Task prompt » Images excepted, the data below must be repeated exactly.

Entries taken from a collection
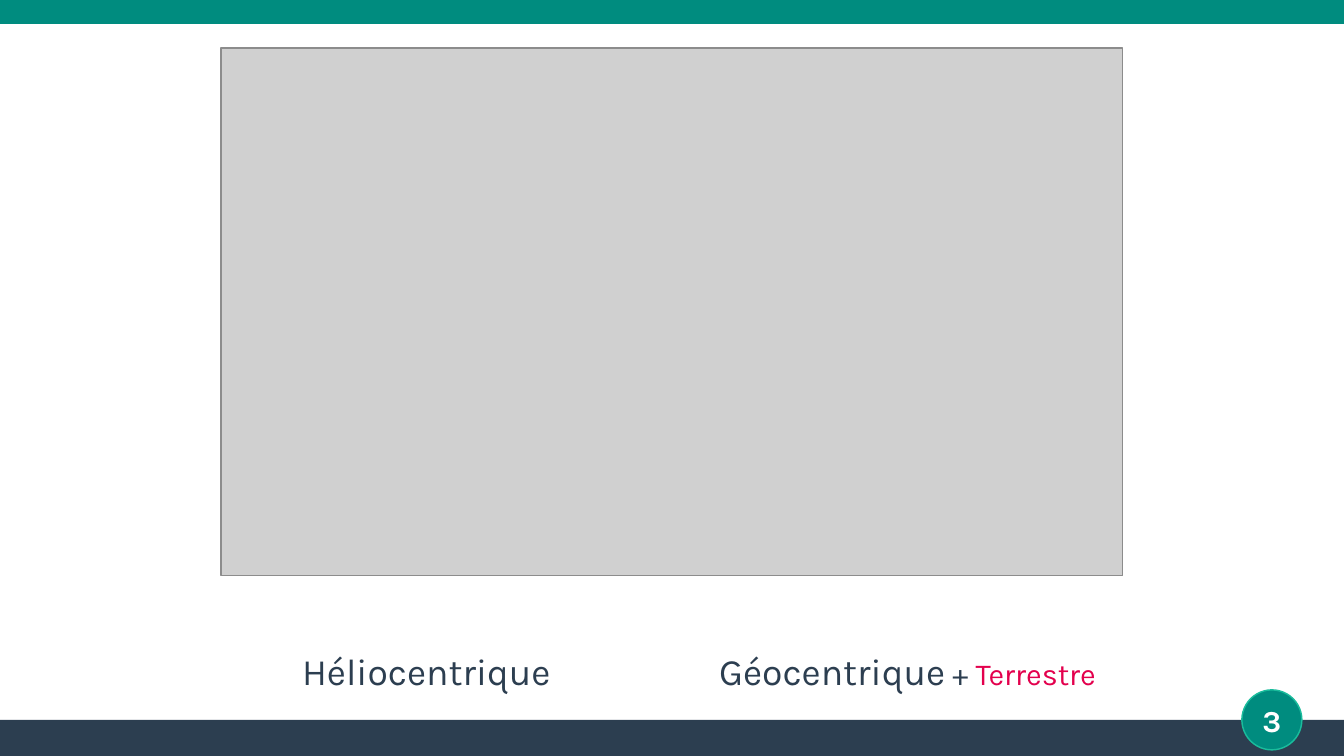
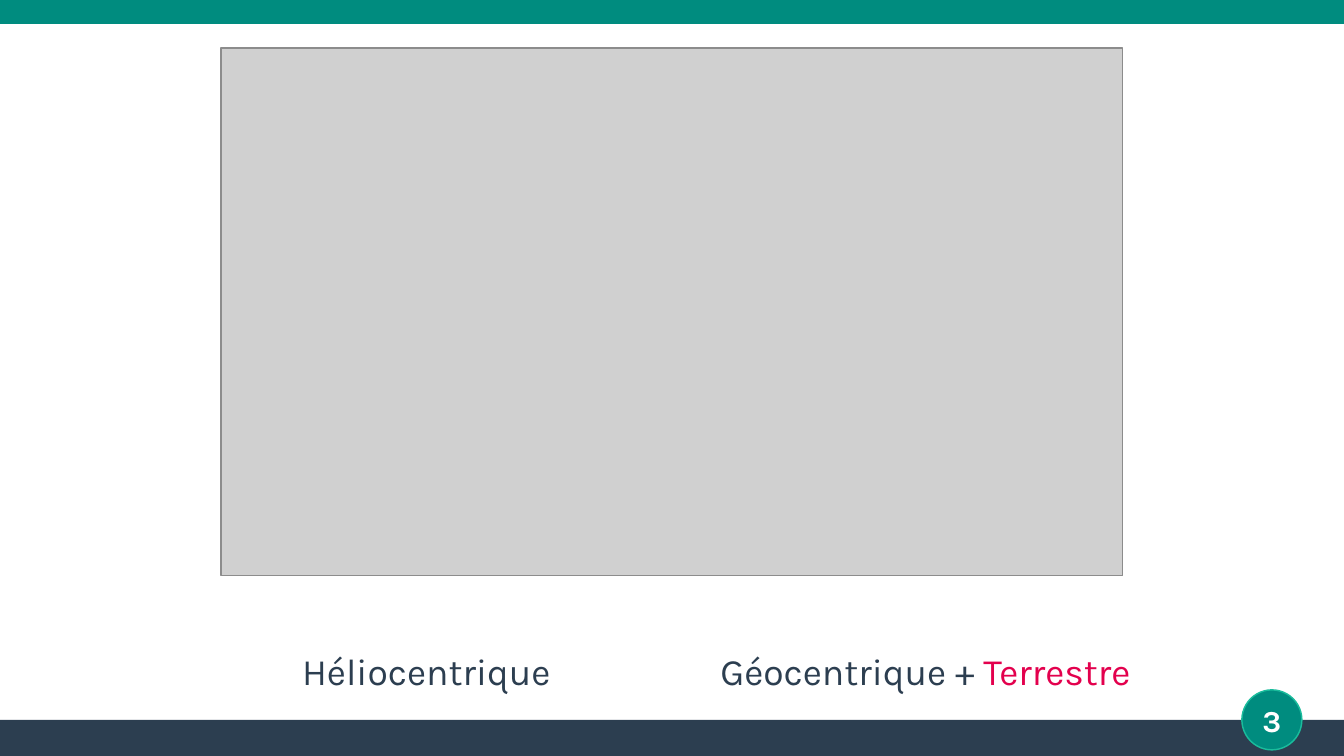
Before and after one commit to stoleks/Agregat-2022, a slide deck: slide 3 of LP/01-gravitation/gravitation.odp. Drawn at 1344x756 pixels with LibreOffice and Linux fonts; fonts in the diff are those of the drawing; grey boxes stand for pictures; background and template pictures are left out. Boxes give left, top, right and bottom in pixels: in the first picture for what was removed or moved away, otherwise in the second. Text is boxed around its words. In the diff, an @@ line names an element or a change of style, - is before the commit and + after.

```diff
--- a/LP/01-gravitation/gravitation.odp
+++ b/LP/01-gravitation/gravitation.odp
@@ text "Géocentrique + Terrestre" at (x1=720, y1=656, x2=1130, y2=694): size 18 to 22 pt in "+ Terrestre" @@
```
Also in this commit, not shown: 2 other slides changed, 13 other files.

Response »
Before and after one commit to stoleks/Agregat-2022, a slide deck: slide 3 of LP/01-gravitation/gravitation.odp. Drawn at 1344x756 pixels with LibreOffice and Linux fonts; fonts in the diff are those of the drawing; grey boxes stand for pictures; background and template pictures are left out. Boxes give left, top, right and bottom in pixels: in the first picture for what was removed or moved away, otherwise in the second. Text is boxed around its words. In the diff, an @@ line names an element or a change of style, - is before the commit and + after.

```diff
--- a/LP/01-gravitation/gravitation.odp
+++ b/LP/01-gravitation/gravitation.odp
@@ text "Géocentrique + Terrestre" at (x1=720, y1=656, x2=1130, y2=694): size 18 to 22 pt in "+ Terrestre" @@
```
Also in this commit, not shown: 2 other slides changed, 13 other files.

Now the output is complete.